— Instructions for the task —
Retype each entry exactly as written, and keep the pictures out of the copy.

(Records contained in a dataset)
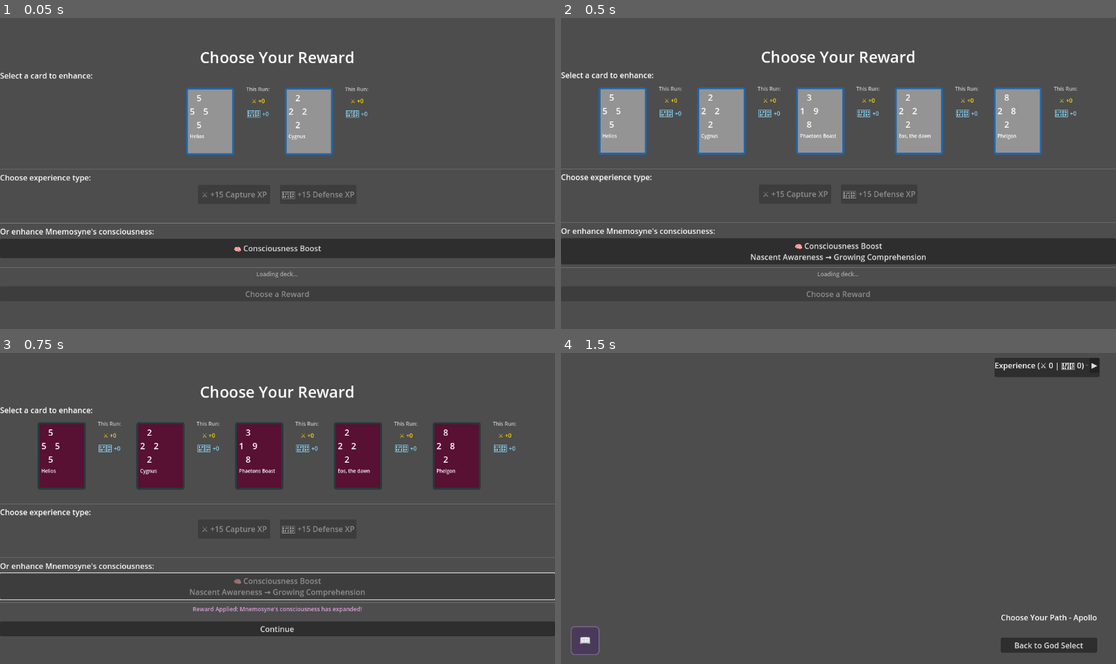
Above: before the commit, frames 1-4 (two rows, left to right).
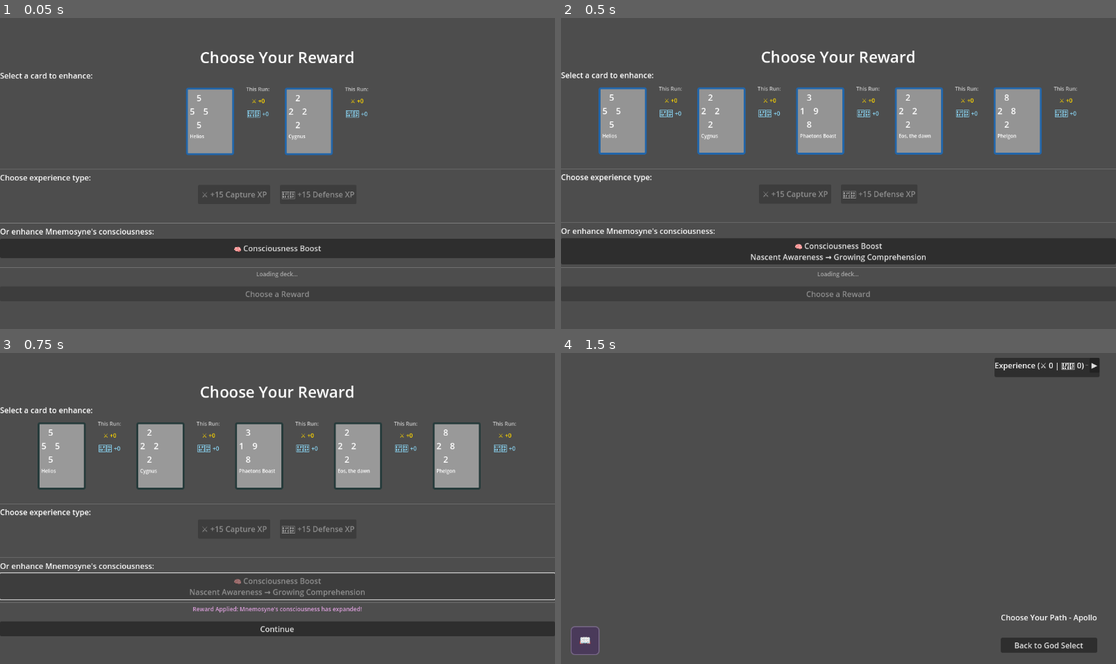
Above: after the commit, the same moments.

Repository: leslieharding/Mnemosyne
Game: Godot game, scene res://Scenes/RewardScreen.tscn
Same seed, same stepped clock (60 frames per second), same inputs: the game is played once before the commit and once after it. This scene is started directly instead of the project's main scene.
Inputs:
- Up to frame 1 (0.05 s): no input
- Up to frame 2 (0.5 s): no input
- Up to frame 3 (0.75 s): click "🧠 Consciousness Boost Nascent…" at 0.5 s
- Up to frame 4 (1.5 s): click "Continue" at 1.25 s

Frames 1-2 are identical in both runs. In frame 3, 8.2% of the frame differs, in the area x 7-87%, y 22-44%; in frame 4, nothing differs.
Error in both runs: Invalid access to property or key 'nodes' on a base object of type 'Nil'. (res://Scripts/run_map.gd:106)

Commit message:
card background on selection issue sort of fixed mild improvements

Diff:
--- a/Scripts/card_display.gd
+++ b/Scripts/card_display.gd
@@ -33,7 +33,7 @@
 func create_selection_styles():
 	# Default style (from scene)
 	default_style = StyleBoxFlat.new()
-	default_style.bg_color = Color("#581033", 1.0)
+
 	default_style.border_width_left = 4
 	default_style.border_width_top = 4
 	default_style.border_width_right = 4
@@ -44,13 +44,15 @@
 	default_style.corner_radius_bottom_right = 4
 	default_style.corner_radius_bottom_left = 4
 
-	# Selected style (brighter border)
+	# Selected style (same background, only border changes)
 	selected_style = default_style.duplicate()
-	selected_style.border_color = Color("#44AAFF")  # Bright blue
+	selected_style.border_color = Color("#44AAFF")  # Bright blue border
 	selected_style.border_width_left = 6
 	selected_style.border_width_top = 6
 	selected_style.border_width_right = 6
 	selected_style.border_width_bottom = 6
+
+
 
 # Set up the card display with card data
 func setup(card: CardResource):

— Exercise response —
Above: before the commit, frames 1-4 (two rows, left to right).
Above: after the commit, the same moments.

Repository: leslieharding/Mnemosyne
Game: Godot game, scene res://Scenes/RewardScreen.tscn
Same seed, same stepped clock (60 frames per second), same inputs: the game is played once before the commit and once after it. This scene is started directly instead of the project's main scene.
Inputs:
- Up to frame 1 (0.05 s): no input
- Up to frame 2 (0.5 s): no input
- Up to frame 3 (0.75 s): click "🧠 Consciousness Boost Nascent…" at 0.5 s
- Up to frame 4 (1.5 s): click "Continue" at 1.25 s

Frames 1-2 are identical in both runs. In frame 3, 8.2% of the frame differs, in the area x 7-87%, y 22-44%; in frame 4, nothing differs.
Error in both runs: Invalid access to property or key 'nodes' on a base object of type 'Nil'. (res://Scripts/run_map.gd:106)

Commit message:
card background on selection issue sort of fixed mild improvements

Diff:
--- a/Scripts/card_display.gd
+++ b/Scripts/card_display.gd
@@ -33,7 +33,7 @@
 func create_selection_styles():
 	# Default style (from scene)
 	default_style = StyleBoxFlat.new()
-	default_style.bg_color = Color("#581033", 1.0)
+
 	default_style.border_width_left = 4
 	default_style.border_width_top = 4
 	default_style.border_width_right = 4
@@ -44,13 +44,15 @@
 	default_style.corner_radius_bottom_right = 4
 	default_style.corner_radius_bottom_left = 4
 
-	# Selected style (brighter border)
+	# Selected style (same background, only border changes)
 	selected_style = default_style.duplicate()
-	selected_style.border_color = Color("#44AAFF")  # Bright blue
+	selected_style.border_color = Color("#44AAFF")  # Bright blue border
 	selected_style.border_width_left = 6
 	selected_style.border_width_top = 6
 	selected_style.border_width_right = 6
 	selected_style.border_width_bottom = 6
+
+
 
 # Set up the card display with card data
 func setup(card: CardResource):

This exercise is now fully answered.